# System Alert!! Fake! Re: anti-vermins.com



## J_D (Jan 6, 2007)

Hi

Today my brother managed to get his computer infected. He was on the net when he was asked to install a Active X control which he unwisely did and since then his homepage was changed and was presented with numerous adds etc but also his System tray now showed a new icon which is there all the time flashing and tells him about system detected virus activity etc. the balloon info and icon are supposed to look like a Windows security centre notification, but when you click on the balloon info speech bubble you are sent to a website (www.anti-vermins.com) and are invited to download their antivirus protection, which he thankfully has not done, because on Further research this would have made his system very open to hackers etc.

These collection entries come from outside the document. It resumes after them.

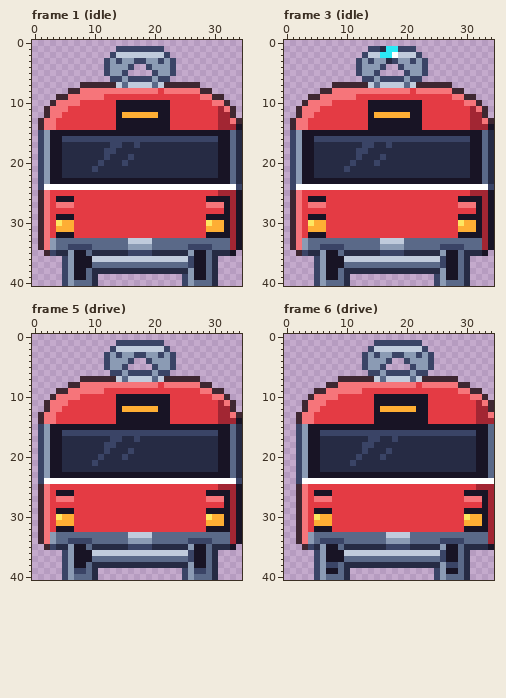
Two states of a pixel-art file, art/depths/streetcar@62.aseprite. Above: the version before the commit.
35x41 pixels, 8 frames. Shown: frame 1 (idle), frame 3 (idle), frame 5 (drive), frame 6 (drive). The commit also changed other frames, which this record leaves out.
After:
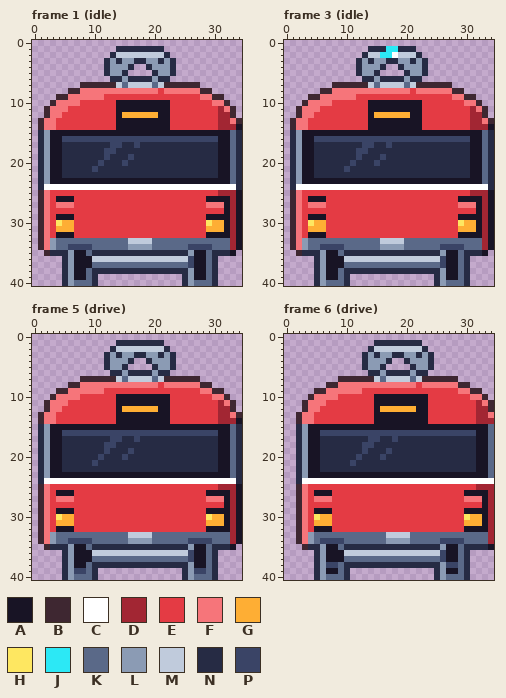
Palette (. is transparent): A #181425  B #3e2731  C #ffffff  D #a22633  E #e43b44  F #f6757a  G #feae34  H #fee761  J #2ce8f5  K #5a6988  L #8b9bb4  M #c0cbdc  N #262b44  P #3a4466
Changes in this commit:
Changed rows in their new state; - is an unchanged pixel.
Frame 1 (idle):
first column x 12:
 1 --NNNNNNNN--
 2 -N--------N-
 3 N-N--NN--N-N
 4 N---N--N---N
 5 N--N----N--N
 6 -NN-NNNN-NN-
first column x 1:
15 N---------------------------------
16 N---------------------------------
17 N---------------------------------
18 N---------------------------------
19 N---------------------------------
20 N---------------------------------
21 N---------------------------------
22 N---------------------------------
23 N---------------------------------
24 N--------------------------------N
first column x 3:
35 N------------NNNN------
36 --N--------------------
37 --N--------------------
38 --N--------------------
39 --N-------------------N
40 --N-------------------N
Frame 3 (idle):
first column x 12:
 1 --NN---NNN--
 2 -N--------N-
 3 N-N---N--N-N
 4 N---N--N---N
 5 N--N----N--N
 6 -NN-NNNN-NN-
first column x 1:
15 N---------------------------------
16 N---------------------------------
17 N---------------------------------
18 N---------------------------------
19 N---------------------------------
20 N---------------------------------
21 N---------------------------------
22 N---------------------------------
23 N---------------------------------
24 N--------------------------------N
first column x 3:
35 N------------NNNN------
36 --N--------------------
37 --N--------------------
38 --N--------------------
39 --N-------------------N
40 --N-------------------N
Frame 5 (drive): the same change as frame 1 (idle)
Frame 6 (drive):
first column x 13:
 1 --NNNNNNNN--
 2 -N--------N-
 3 N-N--NN--N-N
 4 N---N--N---N
 5 N--N----N--N
 6 -NN-NNNN-NN-
first column x 2:
15 N
16 N
17 N
18 N
19 N
20 N
21 N
22 N
23 N
24 N
first column x 4:
35 N------------NNNN-----
36 -N--------------------
37 -N--------------------
38 -N--------------------
39 -N-------------------N
40 -N-------------------N

Anyway I’ve spent quite a bit of time on it because it was in a bad way.

I firstly I ran his antivirus, Norton internet security scan which showed up nothing, but then my brother decided to tell me its been out of date since last June so no wonder it didn't pick anything up!!.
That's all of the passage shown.